# TASK ITEM
Please go through the records below and return every line holding the word "Empirical".

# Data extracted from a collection

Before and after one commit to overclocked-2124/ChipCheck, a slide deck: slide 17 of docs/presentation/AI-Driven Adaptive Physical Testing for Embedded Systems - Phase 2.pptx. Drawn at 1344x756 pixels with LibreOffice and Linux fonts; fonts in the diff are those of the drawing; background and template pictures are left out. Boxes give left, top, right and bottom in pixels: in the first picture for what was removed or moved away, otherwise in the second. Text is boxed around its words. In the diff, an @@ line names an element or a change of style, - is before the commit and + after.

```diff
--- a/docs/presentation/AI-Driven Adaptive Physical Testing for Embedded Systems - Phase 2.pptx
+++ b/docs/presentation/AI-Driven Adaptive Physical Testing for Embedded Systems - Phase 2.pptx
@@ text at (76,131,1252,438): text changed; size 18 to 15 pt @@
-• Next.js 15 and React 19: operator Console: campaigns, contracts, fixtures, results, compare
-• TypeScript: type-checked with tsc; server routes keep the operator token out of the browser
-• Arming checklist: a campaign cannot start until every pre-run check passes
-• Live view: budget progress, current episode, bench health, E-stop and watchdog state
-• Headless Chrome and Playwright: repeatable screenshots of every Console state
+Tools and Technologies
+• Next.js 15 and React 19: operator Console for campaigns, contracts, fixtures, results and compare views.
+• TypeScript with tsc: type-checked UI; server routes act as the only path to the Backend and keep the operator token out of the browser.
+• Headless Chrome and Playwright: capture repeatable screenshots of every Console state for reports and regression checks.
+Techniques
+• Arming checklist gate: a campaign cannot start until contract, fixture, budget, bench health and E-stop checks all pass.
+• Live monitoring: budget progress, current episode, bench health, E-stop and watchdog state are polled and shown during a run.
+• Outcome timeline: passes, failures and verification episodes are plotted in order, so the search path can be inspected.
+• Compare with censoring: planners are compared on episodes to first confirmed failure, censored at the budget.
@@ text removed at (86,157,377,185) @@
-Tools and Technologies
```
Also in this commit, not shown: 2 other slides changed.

* * *

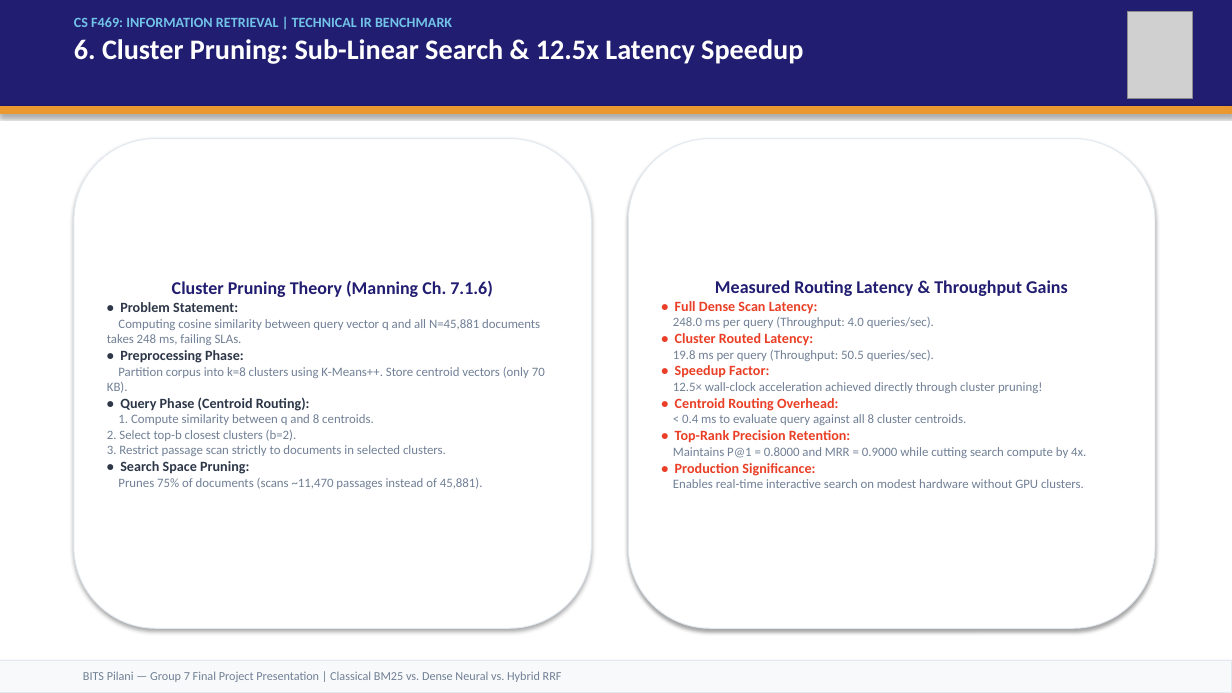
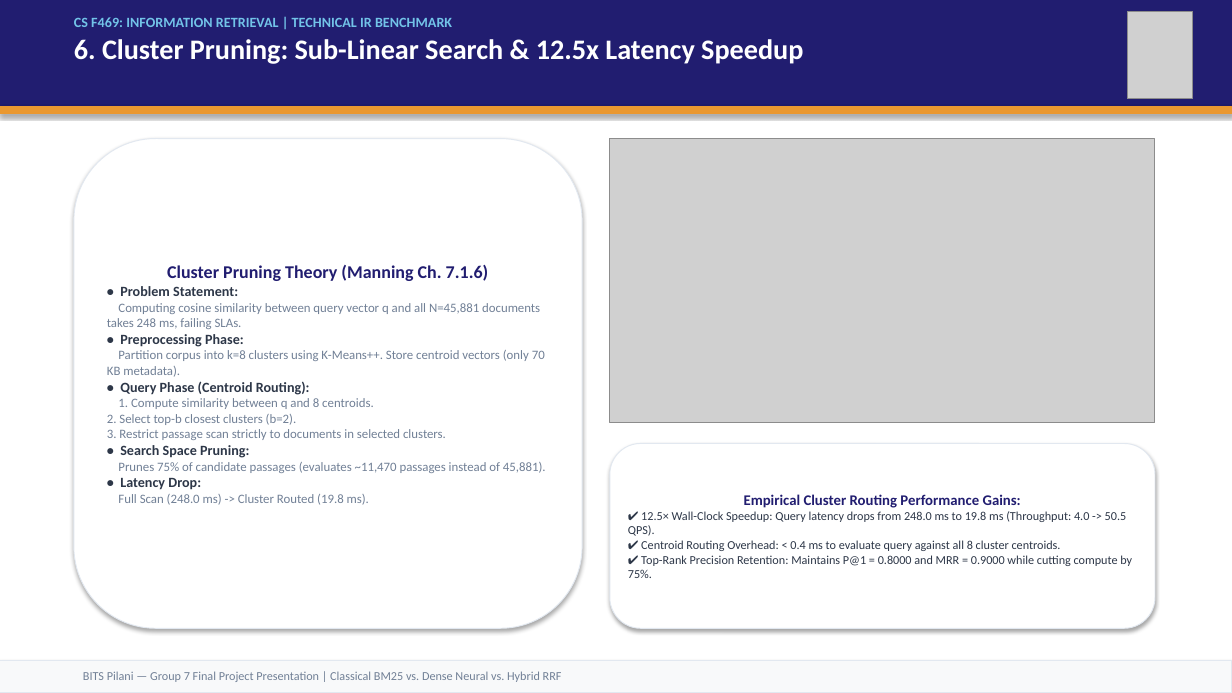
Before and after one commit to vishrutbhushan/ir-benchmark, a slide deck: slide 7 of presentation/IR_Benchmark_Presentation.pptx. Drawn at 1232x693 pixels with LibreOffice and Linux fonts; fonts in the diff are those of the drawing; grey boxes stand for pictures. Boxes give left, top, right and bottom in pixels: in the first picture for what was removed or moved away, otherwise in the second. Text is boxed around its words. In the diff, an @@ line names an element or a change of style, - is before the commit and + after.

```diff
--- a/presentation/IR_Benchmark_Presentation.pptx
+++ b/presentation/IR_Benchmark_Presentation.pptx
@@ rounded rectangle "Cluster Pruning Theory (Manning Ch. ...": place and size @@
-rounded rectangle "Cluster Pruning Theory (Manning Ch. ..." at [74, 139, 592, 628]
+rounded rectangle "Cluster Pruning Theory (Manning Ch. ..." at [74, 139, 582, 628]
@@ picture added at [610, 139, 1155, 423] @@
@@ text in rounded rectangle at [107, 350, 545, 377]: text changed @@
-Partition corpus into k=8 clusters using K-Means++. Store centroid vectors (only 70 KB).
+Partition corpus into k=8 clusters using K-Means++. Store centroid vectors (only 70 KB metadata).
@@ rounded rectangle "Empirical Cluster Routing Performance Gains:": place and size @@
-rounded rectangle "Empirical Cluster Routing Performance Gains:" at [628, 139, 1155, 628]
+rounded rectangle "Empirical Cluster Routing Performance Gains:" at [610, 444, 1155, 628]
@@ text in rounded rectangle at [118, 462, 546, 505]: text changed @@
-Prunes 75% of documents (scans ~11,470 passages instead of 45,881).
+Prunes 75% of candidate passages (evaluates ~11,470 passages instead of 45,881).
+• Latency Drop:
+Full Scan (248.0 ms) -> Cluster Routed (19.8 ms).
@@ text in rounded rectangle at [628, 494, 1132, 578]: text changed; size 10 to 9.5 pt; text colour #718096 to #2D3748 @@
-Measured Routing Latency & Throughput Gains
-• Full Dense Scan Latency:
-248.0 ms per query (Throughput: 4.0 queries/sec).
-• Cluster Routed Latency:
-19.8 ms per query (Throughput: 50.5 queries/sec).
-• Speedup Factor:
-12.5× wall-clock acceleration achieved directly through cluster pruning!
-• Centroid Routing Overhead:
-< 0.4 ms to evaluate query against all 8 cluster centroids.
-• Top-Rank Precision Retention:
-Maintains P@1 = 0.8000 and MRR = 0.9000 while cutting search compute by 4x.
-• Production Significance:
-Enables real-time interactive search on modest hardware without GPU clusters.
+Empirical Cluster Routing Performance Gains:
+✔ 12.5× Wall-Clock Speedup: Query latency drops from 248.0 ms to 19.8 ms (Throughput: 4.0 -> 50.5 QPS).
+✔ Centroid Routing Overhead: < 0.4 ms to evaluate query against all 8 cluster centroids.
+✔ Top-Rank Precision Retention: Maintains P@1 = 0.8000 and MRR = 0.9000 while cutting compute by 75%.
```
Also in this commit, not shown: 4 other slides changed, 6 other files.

# TASK RESULT
@@ rounded rectangle "Empirical Cluster Routing Performance Gains:": place and size @@
-rounded rectangle "Empirical Cluster Routing Performance Gains:" at [628, 139, 1155, 628]
+rounded rectangle "Empirical Cluster Routing Performance Gains:" at [610, 444, 1155, 628]
+Empirical Cluster Routing Performance Gains:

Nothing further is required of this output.